**Problem to work on**
Read through the lines below for the string "fill" and copy each one that has it.

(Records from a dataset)
*** Block opens ***
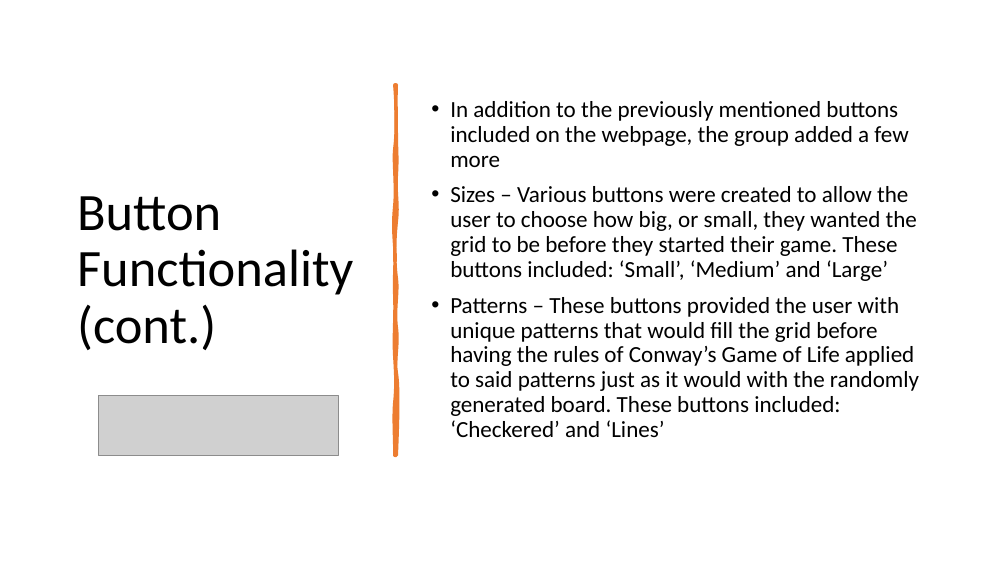
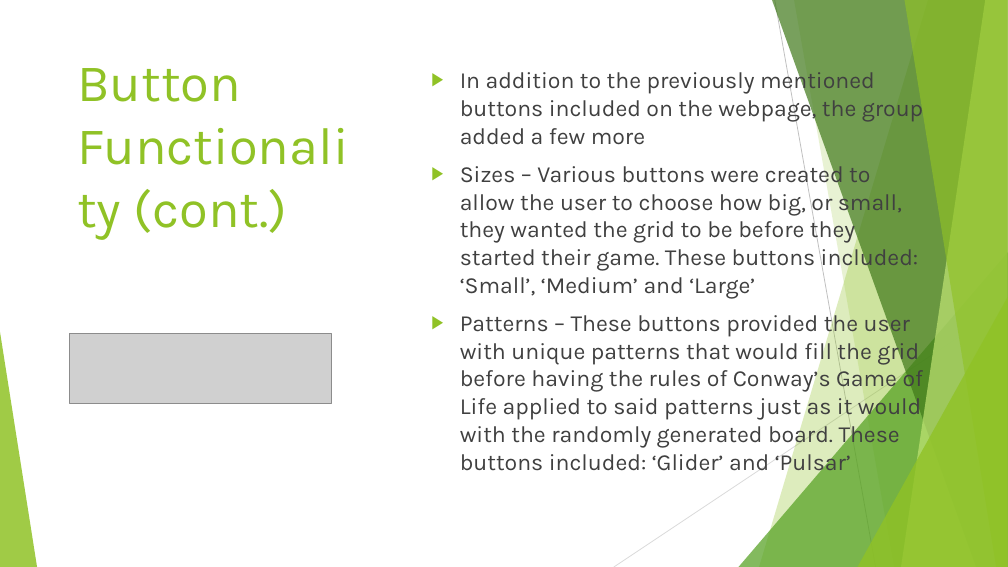
Before and after one commit to WebProgrammingTeam3/Project3, a slide deck: slide 14 of Project3.pptx (slide 12 before the commit). Drawn at 1008x567 pixels with LibreOffice and Linux fonts; fonts in the diff are those of the drawing; grey boxes stand for pictures. Boxes give left, top, right and bottom in pixels: in the first picture for what was removed or moved away, otherwise in the second. Text is boxed around its words. In the diff, an @@ line names an element or a change of style, - is before the commit and + after.

```diff
--- a/Project3.pptx
+++ b/Project3.pptx
@@ title "Button Functionality (cont.)" at (77, 68, 288, 233): font Calibri to Karla, text colour #000000 to #90C226; line spacing 0.9 to 1; vertical alignment middle to top @@
@@ freeform shape removed at (395, 85, 396, 455) @@
@@ text at (460, 68, 923, 298): font Calibri to Karla, text colour #000000 to #404040 in "In addition to the previously mentioned buttons ...", "Sizes – Various buttons were created to ..."; bullet • to ▶; line spacing 0.9 to 1 @@
@@ text at (460, 311, 923, 475): text changed; font Calibri to Karla; text colour #000000 to #404040 @@
-• Patterns – These buttons provided the user with unique patterns that would fill the grid before having the rules of Conway’s Game of Life applied to said patterns just as it would with the randomly generated board. These buttons included: ‘Checkered’ and ‘Lines’
+▶ Patterns – These buttons provided the user with unique patterns that would fill the grid before having the rules of Conway’s Game of Life applied to said patterns just as it would with the randomly generated board. These buttons included: ‘Glider’ and ‘Pulsar’
@@ group added at (0, 0, 1008, 567): 5 freeform shapes, 3 triangles, 2 lines @@
@@ picture added at (70, 333, 331, 403) @@
@@ picture removed at (99, 395, 339, 455) @@
```
Also in this commit, not shown: 11 other slides changed, 4 slides added, 1 slide removed.
*** Block closes ***
**Result of this task**
-• Patterns – These buttons provided the user with unique patterns that would fill the grid before having the rules of Conway’s Game of Life applied to said patterns just as it would with the randomly generated board. These buttons included: ‘Checkered’ and ‘Lines’
+▶ Patterns – These buttons provided the user with unique patterns that would fill the grid before having the rules of Conway’s Game of Life applied to said patterns just as it would with the randomly generated board. These buttons included: ‘Glider’ and ‘Pulsar’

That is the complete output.